## Monday, June 26, 2017

### Wu-Yang monopole: numerical calculation

I have been reading the paper by Wu and Yang [1] in which they find the famous Wu-Yang monopole. In the paper there are solutions for three types of monopoles: one has an analytical form, which is the one most often quoted, but there are also two other monopoles with numerical solution only. In this post I use Python/numpy to perform numerical analysis on the latter solution. I use the same notation as in [1].
Wu and Yang obtain the following system of ordinary differential equations \begin{align} \frac{d\Phi}{d \xi} &= \psi\label{eq:20170625a}\\ \frac{d\psi}{d \xi} &= \psi + \Phi(\Phi^2-1)\label{eq:20170626a} \end{align} Here $\xi$ is given by $r = e^{\xi}$, with $r$ the distance to the origin. The right-hand side of \eqref{eq:20170625a}-\eqref{eq:20170626a} defines the vector field ($d\Phi/d\xi, d\psi/d\xi)$ in the $(\Phi, \psi)$ plane.

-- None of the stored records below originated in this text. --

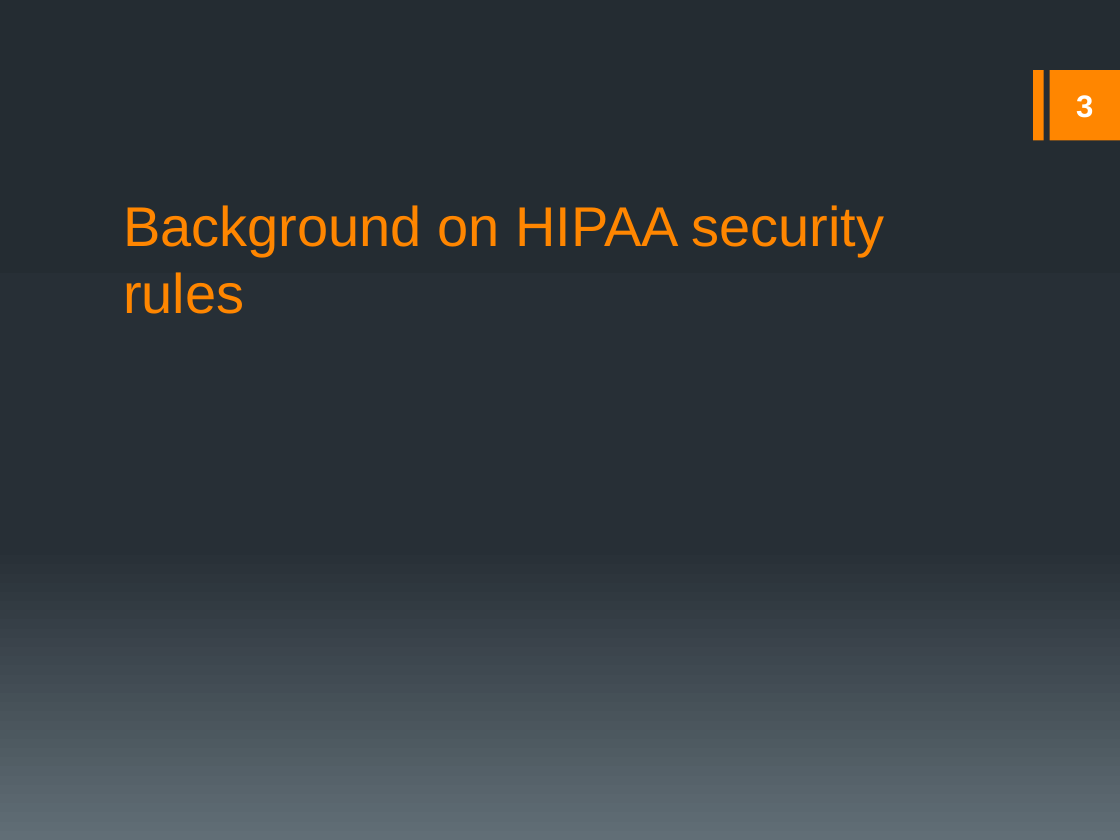
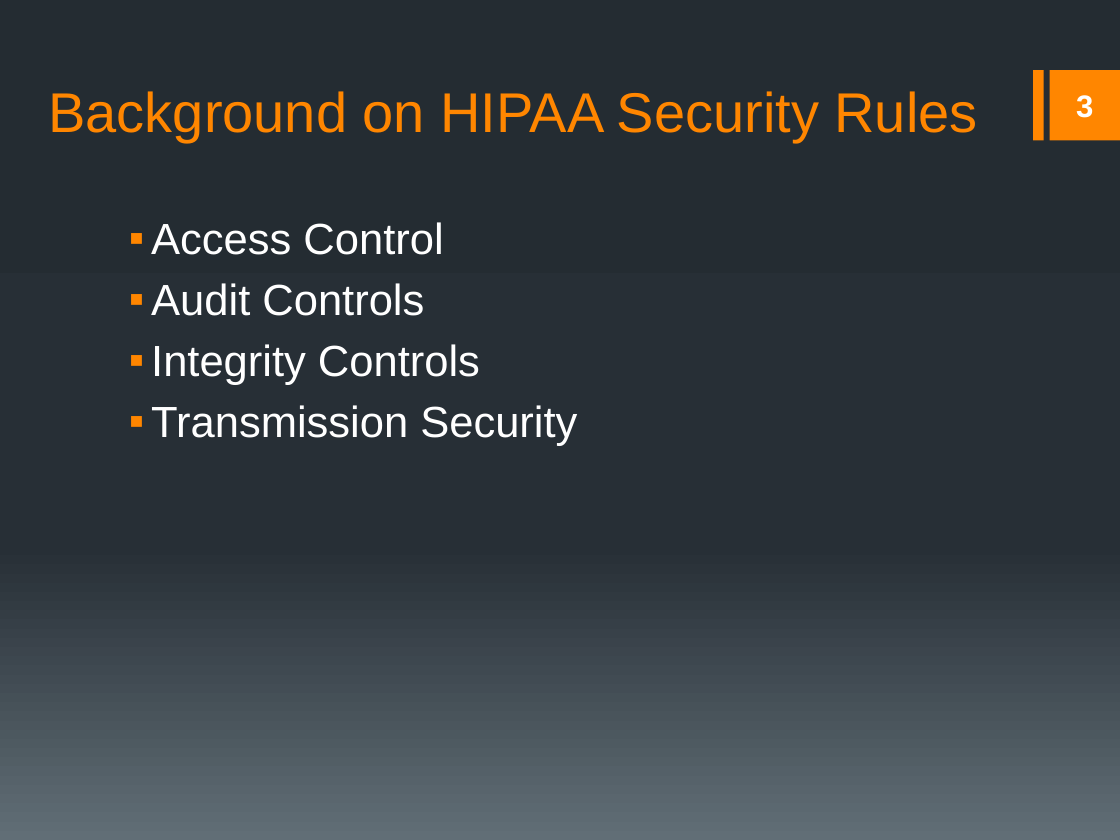
Before and after one commit to rmkane/semrs, a slide deck: slide 3 of Documentation/Final_Presentation.pptx. Drawn at 1120x840 pixels with LibreOffice and Linux fonts; fonts in the diff are those of the drawing. Boxes give left, top, right and bottom in pixels: in the first picture for what was removed or moved away, otherwise in the second. Text is boxed around its words. In the diff, an @@ line names an element or a change of style, - is before the commit and + after.

```diff
--- a/Documentation/Final_Presentation.pptx
+++ b/Documentation/Final_Presentation.pptx
@@ title at (49,91,978,142): text changed @@
-Background on HIPAA security rules
+Background on HIPAA Security Rules
@@ text added at (151,222,577,446), 28 pt, text #FFFFFF @@
+▪ Access Control
+▪ Audit Controls
+▪ Integrity Controls
+▪ Transmission Security
```
Also in this commit, not shown: 1 other slide changed, 1 slide added, 1 other file.

Its integral curves can be seen in the next figure
 The integral curves of the vector field defined by \eqref{eq:20170625a}-\eqref{eq:20170626a}. The stationary points are marked in red.
I calculate the integral curve from the point $(\Phi,\psi) = (0,0)$ to $(1,0)$ using the numpy function solve_bvp [2].
 The integral curves of the vector field defined by \eqref{eq:20170625a}-\eqref{eq:20170626a}. The integral curve from the stationary point $(0,0)$ to $(1,0)$ is added in red.
$\Phi(\xi)$ can be seen in the next graph. One sees that $\Phi(\xi) \to 0$ for $\xi \to -\infty$ and $\Phi(\xi) \to 1$ for $\xi \to +\infty$
In the rest of this post I reproduce part of Table 1 in [1].
Notice that if $(\Phi(\xi),\psi(\xi) )$ is a solution of \eqref{eq:20170625a}-\eqref{eq:20170626a}, then $(\Phi(\xi- \xi_0),\psi(\xi-\xi_0) )$ with $\xi_0$ a constant is also a solution. Translating to the $r$ coordinate, this means that if $\Phi(r)$ is a solution, the rescaled function $\Phi(r/c)$ is also a solution. Wu and Yang provide a table with numerical results on the function $\Phi(r)$ with asymptotic behaviour $\Phi(r) = 1 - 1/r +O(1/r^2)$ for $r \to \infty$. The solution plotted above has $\Phi(r) = 1 - c/r+O(1/r^2)$ for $r \to \infty$ with $c = 0.6233$ [3]. If I rescale my solution with $c$, I get the following table.

$\xi$ $r/c$ $\Phi(r/c)$
5.066 9.880e+01 9.898e-01
2.866 1.095e+01 9.136e-01
1.666 3.297e+00 7.508e-01
0.566 1.098e+00 4.583e-01
-2.317 6.141e-02 -9.229e-02
-5.954 1.617e-03 1.498e-02
-9.583 4.296e-05 -2.442e-03

This agrees well with the results in Table 1 of Wu and Yang. I have not compared smaller values of $r$ because I have approximated the infinite interval $-\infty < \xi < + \infty$ by $-12\le \xi \le 8$.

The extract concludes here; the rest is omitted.